Data records

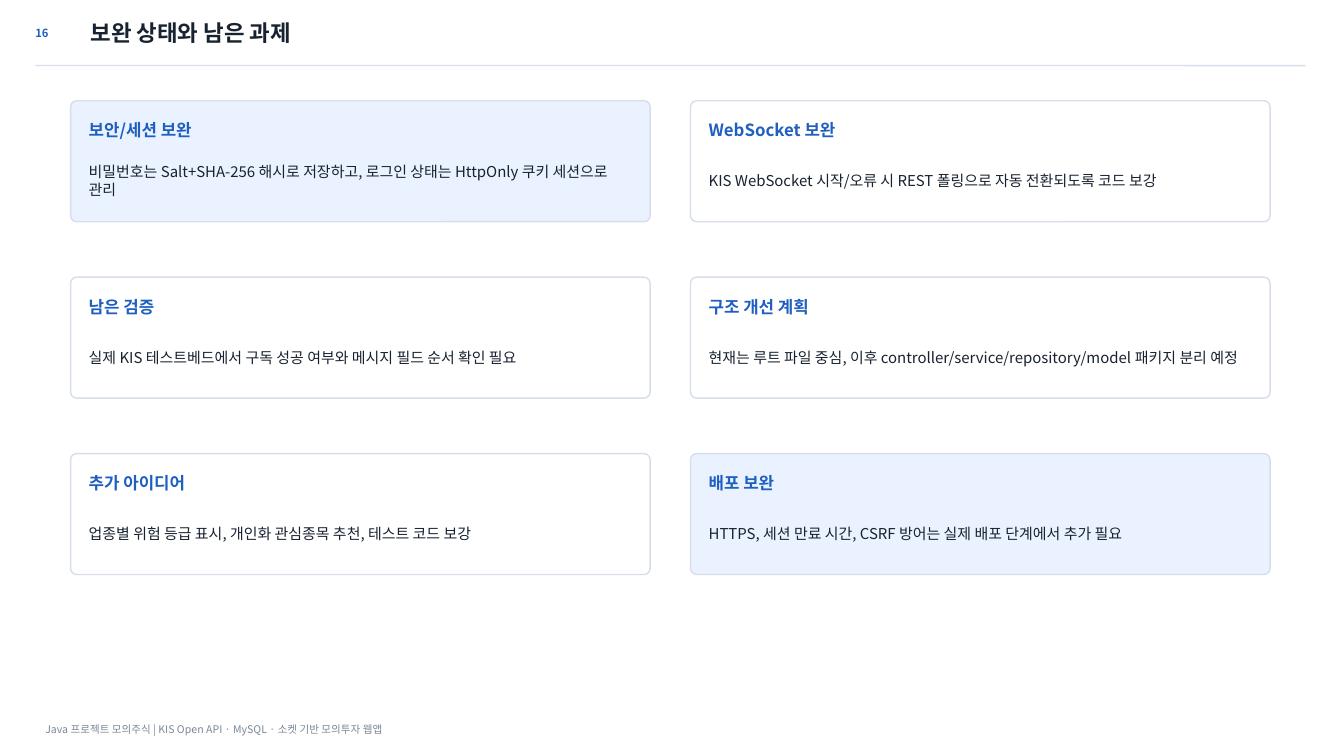
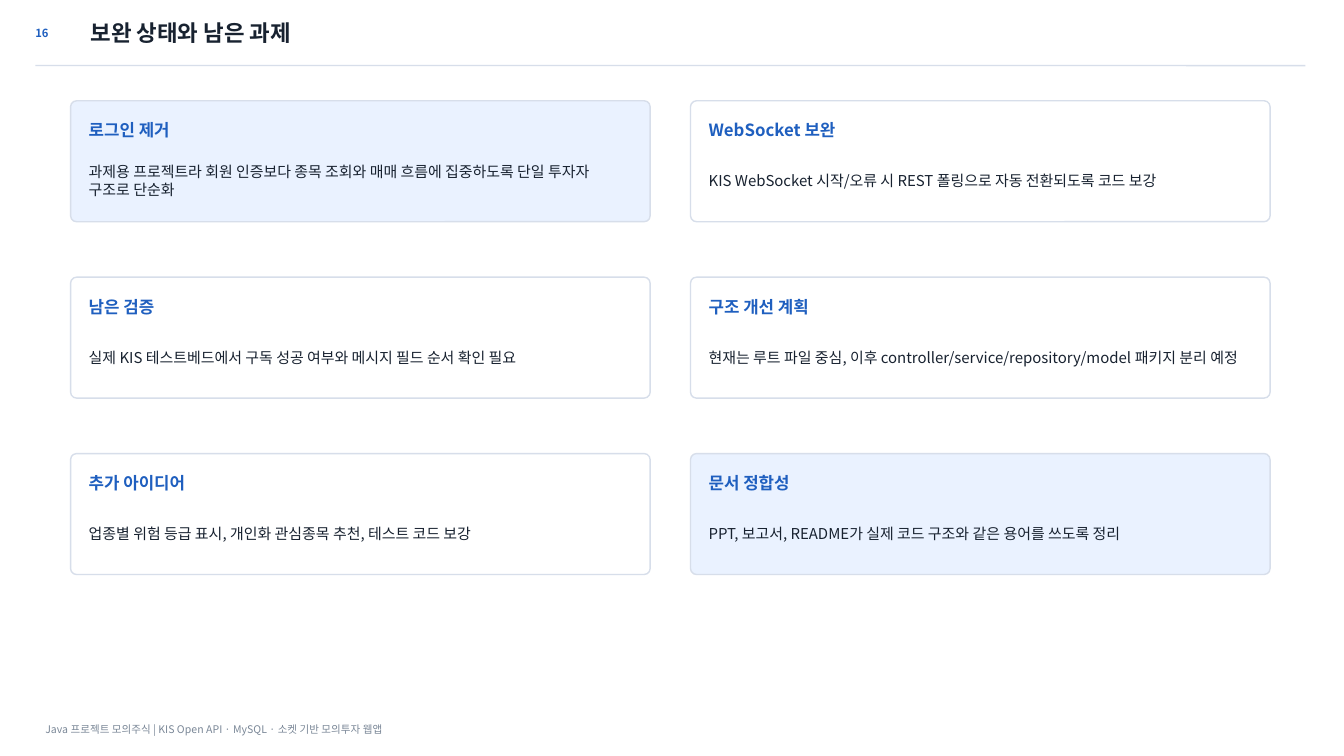
Before and after one commit to osangmin51-spec/javaproject, a slide deck: slide 16 of deliverables/Java_모의주식투자_발표자료_최종정합본.pptx. Drawn at 1344x756 pixels with LibreOffice and Linux fonts; fonts in the diff are those of the drawing. Boxes give left, top, right and bottom in pixels: in the first picture for what was removed or moved away, otherwise in the second. Text is boxed around its words. In the diff, an @@ line names an element or a change of style, - is before the commit and + after.

```diff
--- a/deliverables/Java_모의주식투자_발표자료_최종정합본.pptx
+++ b/deliverables/Java_모의주식투자_발표자료_최종정합본.pptx
@@ text at [89, 122, 170, 138]: text changed @@
-보안/세션 보완
+로그인 제거
@@ text at [89, 164, 589, 196]: text changed @@
-비밀번호는 Salt+SHA-256 해시로 저장하고, 로그인 상태는 HttpOnly 쿠키 세션으로 관리
+과제용 프로젝트라 회원 인증보다 종목 조회와 매매 흐름에 집중하도록 단일 투자자 구조로 단순화
@@ text at [709, 475, 789, 491]: text changed @@
-배포 보완
+문서 정합성
@@ text at [709, 526, 1121, 542]: text changed @@
-HTTPS, 세션 만료 시간, CSRF 방어는 실제 배포 단계에서 추가 필요
+PPT, 보고서, README가 실제 코드 구조와 같은 용어를 쓰도록 정리
```
Also in this commit, not shown: 8 other slides changed, 10 other files.

What the task requires
In the copy, omit the pictures and reproduce every entry exactly.

Solved problem
Before and after one commit to osangmin51-spec/javaproject, a slide deck: slide 16 of deliverables/Java_모의주식투자_발표자료_최종정합본.pptx. Drawn at 1344x756 pixels with LibreOffice and Linux fonts; fonts in the diff are those of the drawing. Boxes give left, top, right and bottom in pixels: in the first picture for what was removed or moved away, otherwise in the second. Text is boxed around its words. In the diff, an @@ line names an element or a change of style, - is before the commit and + after.

```diff
--- a/deliverables/Java_모의주식투자_발표자료_최종정합본.pptx
+++ b/deliverables/Java_모의주식투자_발표자료_최종정합본.pptx
@@ text at [89, 122, 170, 138]: text changed @@
-보안/세션 보완
+로그인 제거
@@ text at [89, 164, 589, 196]: text changed @@
-비밀번호는 Salt+SHA-256 해시로 저장하고, 로그인 상태는 HttpOnly 쿠키 세션으로 관리
+과제용 프로젝트라 회원 인증보다 종목 조회와 매매 흐름에 집중하도록 단일 투자자 구조로 단순화
@@ text at [709, 475, 789, 491]: text changed @@
-배포 보완
+문서 정합성
@@ text at [709, 526, 1121, 542]: text changed @@
-HTTPS, 세션 만료 시간, CSRF 방어는 실제 배포 단계에서 추가 필요
+PPT, 보고서, README가 실제 코드 구조와 같은 용어를 쓰도록 정리
```
Also in this commit, not shown: 8 other slides changed, 10 other files.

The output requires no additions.